# Orbea Mx Team 20 disc tuning



## RobertNowak (15. Januar 2020)

Hallo zusammen,

Ich wollte hier mal das zukünftige Bike unseres Sohnes präsentieren. 
Es handelt sich um ein Orbea-mx20 Team disc von 2019 welches der Osterhase 2020 ausliefern soll.

Getauscht wurden bisher der Vorbau gegen einen Propain 1st Ride - 37g, die Sattelstütze gegen eine China Carbon mit Titanschrauben - 162g, der Sattel gegen einen 66Sick El Nińo - 61g, die Schnellspanner gegen Titanschraubachsen - 136g und die Pedale gegen welche von Vpace - 157g. Macht in Summe ein Minus von 553 g.
Das aktuelle Gewicht liegt bei 9180g laut Kofferwaage.
Angedacht war ein Zielgewicht sub 8kg, wobei ich glaube dass dieser Wert nur schwer zu erreichen wird ohne Unsummen auszugeben. 
Es sind noch diverse Anbauteile mit Potenzial vorhanden. 
China Carbon Lenker ist bereits im Zulauf. Genauso wie leichte ashima Scheiben mit Centerlock Adapter und Titanschrauben.

Bei den Nächsten Schritten bin ich mir nicht sicher. Die Felgen sind tubeless geeignet, hat die Kenda schon mal jemand Tubeless aufgebaut?
Evtl wären die neuen Rocket Ron eine Möglichkeit wobei die Liteskin auch nicht unbedingt immer easy tubeless umzubauen sind. 
Bei der Schaltung soll zumindest eine xt Kassette einziehen und ein Schaltwerk mit kürzerem Käfig her. Umbau von 9 auf 10 fach muss nicht zwingend sein. 
Im Zweifel muss die Gabel noch einer Carbon Gabel weichen und eine andere Kurbel verbaut werden sollte es da noch Potenzial geben. 

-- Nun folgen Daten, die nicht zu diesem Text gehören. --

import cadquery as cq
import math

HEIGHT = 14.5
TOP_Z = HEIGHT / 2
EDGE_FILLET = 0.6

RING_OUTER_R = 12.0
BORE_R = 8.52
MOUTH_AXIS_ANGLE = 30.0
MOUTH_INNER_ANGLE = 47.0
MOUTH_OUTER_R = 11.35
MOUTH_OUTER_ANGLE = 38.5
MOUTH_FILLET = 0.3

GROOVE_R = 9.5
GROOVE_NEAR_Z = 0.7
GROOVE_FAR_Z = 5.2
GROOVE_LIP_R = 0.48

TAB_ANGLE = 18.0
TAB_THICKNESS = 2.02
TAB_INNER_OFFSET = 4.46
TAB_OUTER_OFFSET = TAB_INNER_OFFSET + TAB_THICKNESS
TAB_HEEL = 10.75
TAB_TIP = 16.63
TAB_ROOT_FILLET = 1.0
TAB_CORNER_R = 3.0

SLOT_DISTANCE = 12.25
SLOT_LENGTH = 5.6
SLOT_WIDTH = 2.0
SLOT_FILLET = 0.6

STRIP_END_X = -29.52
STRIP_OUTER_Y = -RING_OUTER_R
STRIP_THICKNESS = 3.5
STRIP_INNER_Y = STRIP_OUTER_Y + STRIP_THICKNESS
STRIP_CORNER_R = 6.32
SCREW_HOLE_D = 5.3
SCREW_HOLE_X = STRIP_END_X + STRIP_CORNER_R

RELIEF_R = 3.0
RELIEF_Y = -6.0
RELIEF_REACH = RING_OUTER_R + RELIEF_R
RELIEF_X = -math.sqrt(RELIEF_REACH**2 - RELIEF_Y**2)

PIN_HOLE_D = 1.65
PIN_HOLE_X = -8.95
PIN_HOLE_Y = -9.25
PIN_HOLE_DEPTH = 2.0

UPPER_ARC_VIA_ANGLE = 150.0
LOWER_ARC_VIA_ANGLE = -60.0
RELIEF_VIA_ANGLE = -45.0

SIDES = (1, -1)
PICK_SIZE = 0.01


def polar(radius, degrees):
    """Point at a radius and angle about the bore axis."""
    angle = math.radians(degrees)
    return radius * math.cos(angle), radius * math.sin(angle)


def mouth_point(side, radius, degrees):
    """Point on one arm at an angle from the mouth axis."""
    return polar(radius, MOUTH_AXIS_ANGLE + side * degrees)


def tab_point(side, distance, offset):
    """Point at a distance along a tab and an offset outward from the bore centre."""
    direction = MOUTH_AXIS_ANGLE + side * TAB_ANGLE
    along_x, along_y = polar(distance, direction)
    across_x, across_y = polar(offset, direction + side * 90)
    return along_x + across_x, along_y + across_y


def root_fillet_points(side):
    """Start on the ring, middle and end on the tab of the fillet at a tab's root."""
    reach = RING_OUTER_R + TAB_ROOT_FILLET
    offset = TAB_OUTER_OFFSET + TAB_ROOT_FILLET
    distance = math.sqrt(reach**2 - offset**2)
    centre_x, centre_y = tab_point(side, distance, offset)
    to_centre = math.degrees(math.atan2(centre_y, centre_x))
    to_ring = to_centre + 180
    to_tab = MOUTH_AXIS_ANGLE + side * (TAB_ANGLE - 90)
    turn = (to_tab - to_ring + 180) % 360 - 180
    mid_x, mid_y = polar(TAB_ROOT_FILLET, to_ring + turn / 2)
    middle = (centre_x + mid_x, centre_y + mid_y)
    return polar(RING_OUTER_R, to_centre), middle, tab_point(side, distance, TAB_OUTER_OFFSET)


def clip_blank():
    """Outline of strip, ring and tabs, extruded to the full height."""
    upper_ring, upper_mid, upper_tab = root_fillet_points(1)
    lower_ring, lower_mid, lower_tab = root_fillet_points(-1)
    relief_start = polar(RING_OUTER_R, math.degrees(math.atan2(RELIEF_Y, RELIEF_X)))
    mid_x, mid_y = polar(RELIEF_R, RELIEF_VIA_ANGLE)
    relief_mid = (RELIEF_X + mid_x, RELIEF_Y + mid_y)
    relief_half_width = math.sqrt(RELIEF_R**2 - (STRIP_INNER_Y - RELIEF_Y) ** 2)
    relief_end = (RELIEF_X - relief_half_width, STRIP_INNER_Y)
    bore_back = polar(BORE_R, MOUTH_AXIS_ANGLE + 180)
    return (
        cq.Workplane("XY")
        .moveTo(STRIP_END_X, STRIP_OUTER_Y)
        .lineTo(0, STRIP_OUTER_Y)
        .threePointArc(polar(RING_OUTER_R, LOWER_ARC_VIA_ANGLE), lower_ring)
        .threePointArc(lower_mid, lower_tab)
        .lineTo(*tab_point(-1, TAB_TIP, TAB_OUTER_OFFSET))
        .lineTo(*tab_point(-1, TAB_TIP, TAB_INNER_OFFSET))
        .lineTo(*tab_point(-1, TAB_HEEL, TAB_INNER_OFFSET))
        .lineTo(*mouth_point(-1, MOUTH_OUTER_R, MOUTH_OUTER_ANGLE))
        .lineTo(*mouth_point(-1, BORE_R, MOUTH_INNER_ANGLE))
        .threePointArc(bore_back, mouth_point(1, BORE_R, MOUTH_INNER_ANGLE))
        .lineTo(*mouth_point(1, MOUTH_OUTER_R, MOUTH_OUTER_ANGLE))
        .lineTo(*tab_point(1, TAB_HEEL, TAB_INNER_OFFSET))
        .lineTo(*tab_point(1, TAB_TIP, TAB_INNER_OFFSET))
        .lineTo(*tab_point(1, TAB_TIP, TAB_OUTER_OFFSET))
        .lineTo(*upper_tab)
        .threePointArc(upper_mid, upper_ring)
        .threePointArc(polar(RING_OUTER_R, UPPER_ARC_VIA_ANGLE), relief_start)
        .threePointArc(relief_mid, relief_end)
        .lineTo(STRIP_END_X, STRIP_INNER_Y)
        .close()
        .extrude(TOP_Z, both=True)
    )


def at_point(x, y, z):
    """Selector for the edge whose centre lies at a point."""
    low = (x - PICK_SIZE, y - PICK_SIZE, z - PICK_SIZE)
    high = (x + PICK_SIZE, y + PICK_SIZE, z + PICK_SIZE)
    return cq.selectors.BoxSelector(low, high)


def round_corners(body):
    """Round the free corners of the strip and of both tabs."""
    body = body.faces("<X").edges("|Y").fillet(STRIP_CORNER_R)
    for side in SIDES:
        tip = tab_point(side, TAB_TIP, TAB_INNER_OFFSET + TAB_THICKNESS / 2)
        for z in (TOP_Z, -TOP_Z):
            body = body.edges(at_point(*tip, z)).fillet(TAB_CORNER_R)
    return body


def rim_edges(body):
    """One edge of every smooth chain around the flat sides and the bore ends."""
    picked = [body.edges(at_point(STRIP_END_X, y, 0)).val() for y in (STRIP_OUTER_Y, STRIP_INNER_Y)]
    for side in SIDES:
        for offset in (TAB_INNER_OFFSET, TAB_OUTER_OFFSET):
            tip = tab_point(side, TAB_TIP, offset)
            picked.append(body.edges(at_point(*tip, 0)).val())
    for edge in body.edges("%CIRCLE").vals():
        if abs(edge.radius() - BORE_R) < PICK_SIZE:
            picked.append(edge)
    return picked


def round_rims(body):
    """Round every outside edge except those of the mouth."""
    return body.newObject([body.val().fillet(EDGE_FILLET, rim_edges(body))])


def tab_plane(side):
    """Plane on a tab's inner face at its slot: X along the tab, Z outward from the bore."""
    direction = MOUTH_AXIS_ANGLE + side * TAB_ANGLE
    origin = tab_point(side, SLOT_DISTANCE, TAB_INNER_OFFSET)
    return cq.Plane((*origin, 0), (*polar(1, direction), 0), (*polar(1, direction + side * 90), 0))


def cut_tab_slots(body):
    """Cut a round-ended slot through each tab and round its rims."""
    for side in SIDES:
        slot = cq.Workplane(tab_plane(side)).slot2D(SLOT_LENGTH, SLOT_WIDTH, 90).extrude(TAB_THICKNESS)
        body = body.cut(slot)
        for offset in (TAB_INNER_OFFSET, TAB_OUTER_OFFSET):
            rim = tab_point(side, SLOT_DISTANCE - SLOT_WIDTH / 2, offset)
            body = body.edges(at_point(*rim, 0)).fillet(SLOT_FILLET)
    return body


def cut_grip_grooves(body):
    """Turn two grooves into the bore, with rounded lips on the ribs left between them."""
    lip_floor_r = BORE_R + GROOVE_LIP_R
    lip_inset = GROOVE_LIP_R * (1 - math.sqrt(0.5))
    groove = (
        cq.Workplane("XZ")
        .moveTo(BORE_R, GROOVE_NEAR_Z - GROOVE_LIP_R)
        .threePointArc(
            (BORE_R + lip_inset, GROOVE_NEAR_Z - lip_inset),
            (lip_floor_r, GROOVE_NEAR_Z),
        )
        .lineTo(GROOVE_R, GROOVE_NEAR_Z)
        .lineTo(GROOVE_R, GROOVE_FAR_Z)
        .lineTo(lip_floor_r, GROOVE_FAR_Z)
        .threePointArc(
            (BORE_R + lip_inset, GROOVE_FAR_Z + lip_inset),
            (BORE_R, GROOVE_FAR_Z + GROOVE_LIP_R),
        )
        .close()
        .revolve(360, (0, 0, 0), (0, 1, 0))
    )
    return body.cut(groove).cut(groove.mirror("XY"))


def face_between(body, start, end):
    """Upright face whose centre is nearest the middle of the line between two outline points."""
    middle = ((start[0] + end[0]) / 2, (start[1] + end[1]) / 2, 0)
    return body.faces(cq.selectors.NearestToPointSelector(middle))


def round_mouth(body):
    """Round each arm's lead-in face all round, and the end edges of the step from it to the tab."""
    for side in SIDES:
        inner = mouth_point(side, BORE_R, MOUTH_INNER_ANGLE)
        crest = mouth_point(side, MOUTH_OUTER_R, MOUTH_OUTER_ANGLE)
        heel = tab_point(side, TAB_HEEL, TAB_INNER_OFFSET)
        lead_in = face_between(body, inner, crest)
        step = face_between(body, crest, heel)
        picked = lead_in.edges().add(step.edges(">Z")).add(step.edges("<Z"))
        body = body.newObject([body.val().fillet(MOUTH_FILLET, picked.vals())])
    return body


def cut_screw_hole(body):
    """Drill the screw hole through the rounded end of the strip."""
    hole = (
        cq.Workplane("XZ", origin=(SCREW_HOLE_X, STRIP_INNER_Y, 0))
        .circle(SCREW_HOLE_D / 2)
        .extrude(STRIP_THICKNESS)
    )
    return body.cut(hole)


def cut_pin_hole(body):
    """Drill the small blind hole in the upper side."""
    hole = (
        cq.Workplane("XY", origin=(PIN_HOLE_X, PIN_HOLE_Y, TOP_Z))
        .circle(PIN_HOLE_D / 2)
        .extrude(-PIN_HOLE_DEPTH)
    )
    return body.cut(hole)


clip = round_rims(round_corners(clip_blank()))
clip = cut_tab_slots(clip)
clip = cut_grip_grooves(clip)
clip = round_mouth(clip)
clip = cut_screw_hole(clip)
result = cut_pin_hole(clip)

Der Fahrer wird im Oktober 5 und ist aktuell 108cm groß. Sein Kubike 14 welches er sicher über Stock Stein und Stufen zirkelt ist ihm definitiv zu klein. Ich hoffe das es sich von der Größe her bis zum April ausgehen wird.

Beste Grüße


----------



## delphi1507 (15. Januar 2020)

RobertNowak schrieb:


> Hallo zusammen,
> 
> Ich wollte hier mal das zukünftige Bike unseres Sohnes präsentieren.
> Es handelt sich um ein Orbea-mx20 Team disc von 2019 welches der Osterhase 2020 ausliefern soll.
> ...


Meiner Fahrt bei der Größe ein bo20 ohne probleme! Sollte also passen!


----------



## MTB-News.de




----------



## RobertNowak (17. Januar 2020)

Heute wurden die Bremsscheiben gegen ashimas und centerlock Adapter getauscht.
Alt 402g neu 206g für vorne und hinten. 
Ausserdem ist der Schnellspanner einer China carbon Klemme gewichen. 
Alt 40g Neu 17g. 

Das nackte Laufrad vorne wiegt übrigens 790g. Recht schwer. Beim Lrs Scheint anscheinend massig Potential zum Abspecken zu sein.

Reifen wiegt 480g, der Schlauch 134g.

Ich hoffe der Lenker kommt bald. Zusammen mit gekürzten lizard skins Dsp sollten da auch paar Gramm fallen. 
Grüße Robert


----------



## samilio (20. Januar 2020)

@RobertNowak schönes Projekt!  

Nach guten Erfahrungen mit dem Orbea MX24 wird dieses Jahr der Osterhase meinem Kind Nr. 2 auch ein MX20 bringen.

Sub8kg wird schwierig bzw. teuer, aber etwas abspecken wird es auf jeden Fall müssen.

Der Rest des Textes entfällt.